We are looking at the rise of what we are calling, “Consumer Church” over the past 30-40 years in our nation. One of the things we must ask when examining Consumer Church is what message is being preached by it? Let’s take a look at that in our second installment of Consumer Church.
By its very nature Consumer Church has as its main goal reaching those they consider consumers. But who is the “consumer?” Since the Consumer Church identifies them as the “unchurched” – the consumer becomes those who do not presently attend a church in whatever area a church is located. Therefore the message of Consumer Church becomes, “Come to church.” This may sound like a good message at first – but when placed beside the biblical message of salvation – it is found wanting. THE message of the church is the gospel of Jesus Christ. It matters little if someone is coming to church (i.e. they have become “churched”) if they are still in their sin. They will stand before God with a church membership certificate – and maybe even a church t-shirt and hat – but that will do nothing to pay for their sins against a holy God.
Another thing that is normative about Consumer Church is how they use polls among the unchurched to find out what they need to do in ministry. Thus the message of Consumer Church is in some ways constantly morphing due to the “felt needs” or desires of the unchurched in its area. This is evident as Consumer Church changes regularly to accommodate the desires of those in the community. What is truly sad is when change is embraced even on a theological level. This is where Consumer Church becomes dangerous to those who attend. It is possible in seeking to be “relevant” to society that we find ourselves irrelevant to God.

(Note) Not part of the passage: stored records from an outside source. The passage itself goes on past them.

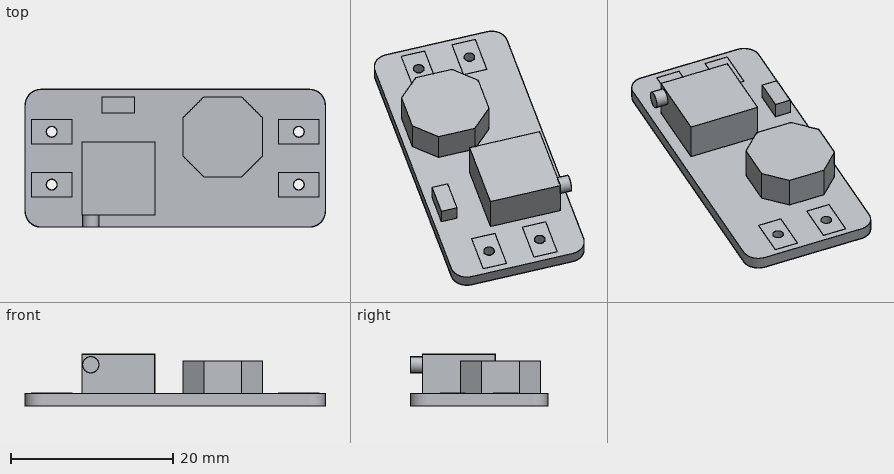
import cadquery as cq

board_length = 37.08
board_width = 17.02
board_thickness = 1.6
board_corner_radius = 2.0

pad_length = 5.0
pad_width = 3.0
pad_height = 0.01
pad_offset_x = 15.25
pad_offset_y = 3.25
pad_hole_diameter = 1.3

trimmer_side = 9.0
trimmer_height = 4.82
trimmer_x = -7.0
trimmer_y = -2.52
screw_diameter = 2.0
screw_x = -10.42
screw_z = 5.1

inductor_side = 9.85
inductor_height = 4.0
inductor_corner_cut = 2.6
inductor_x = 5.85
inductor_y = 2.65

chip_length = 4.0
chip_width = 2.0
chip_height = 2.0
chip_x = -7.05
chip_y = inductor_y + (inductor_side - chip_width) / 2


def block_on_board(length, width, height, x, y):
    """Box centred at (x, y), standing on the top face of the board."""
    return (
        cq.Workplane("XY", origin=(x, y, board_thickness))
        .box(length, width, height, centered=(True, True, False))
    )


def make_board():
    return (
        cq.Workplane("XY")
        .box(board_length, board_width, board_thickness, centered=(True, True, False))
        .edges("|Z")
        .fillet(board_corner_radius)
    )


def make_trimmer():
    body = block_on_board(trimmer_side, trimmer_side, trimmer_height, trimmer_x, trimmer_y)
    screw_length = trimmer_y + board_width / 2
    screw = (
        cq.Workplane("XZ", origin=(screw_x, trimmer_y, screw_z))
        .circle(screw_diameter / 2)
        .extrude(screw_length)
    )
    return body.union(screw)


def make_inductor():
    block = block_on_board(inductor_side, inductor_side, inductor_height, inductor_x, inductor_y)
    return block.edges("|Z").chamfer(inductor_corner_cut)


pad_centres = [(x, y) for x in (-pad_offset_x, pad_offset_x) for y in (-pad_offset_y, pad_offset_y)]

result = make_board()
for x, y in pad_centres:
    result = result.union(block_on_board(pad_length, pad_width, pad_height, x, y))

result = (
    result.union(make_trimmer())
    .union(make_inductor())
    .union(block_on_board(chip_length, chip_width, chip_height, chip_x, chip_y))
)

pad_holes = (
    cq.Workplane("XY")
    .pushPoints(pad_centres)
    .circle(pad_hole_diameter / 2)
    .extrude(board_thickness + pad_height)
)
result = result.cut(pad_holes)

The message of the church – at least the true church – has not changed since its inception over 2000 years ago. The message of the church is the gospel of Jesus Christ. It is that man is a sinner by nature and by choice. Sin separates us from God – and requires God’s just punishment for what man has done. The only way that punishment can be paid by men – is for them to pay it forever in hell. The good news is that God Himself provided a payment for sin – and that was accomplished at the cross where Jesus took sin upon Himself and paid to the uttermost its horrible price. He was buried and resurrected from the dead after 3 days. God, through this amazing grace, now saves those who respond to the gospel with repentance and faith. That is – has been – and always will be the message of the church. It will never change for all eternity.
The message of salvation from sin and the wrath of God through Jesus Christ is the message of the church. Regardless of how the unchurched feel about this message – it is the only way of salvation available. When Consumer Church conforms to the desires of the unchurched, it is preaching a message of self rather than salvation. The “self-life” is something the New Testament identifies as sin. The self-life does not need to be something we cater to in the church, it is rather something to be exposed (Both in the lost and the saved – because even those redeemed by Jesus can become selfish and self-centered in their lives as well as in church). Give any honest survey of what Jesus teaches in your community and people will not be happy with Jesus. They will not like Him calling them to die to themselves, take up their cross, and follow Him. They will not like Him saying that to be His disciple they will have to hate their father and mother, wife and children, and even their own lives. They definitely won’t care for His statement, “I am the way the truth and the life, no one comes to the Father except through Me.” That is WAY too exclusive for most of the “unchurched.” Throw in a healthy helping of Him affirming what happened at Sodom and Gomorrah, a six-day long creation, as well as Him stating that He is God, and you’ll have a poll that makes it clear that the world would like a different Messiah. What is truly fascinating is that this was the problem in the first place – that the world rejected Him because He didn’t compromise Who He was or what He was to do. He didn’t take a poll to guide Him into His purpose and plan – that He received from the Father (God as exclusively masculine also doesn’t poll well nowadays either).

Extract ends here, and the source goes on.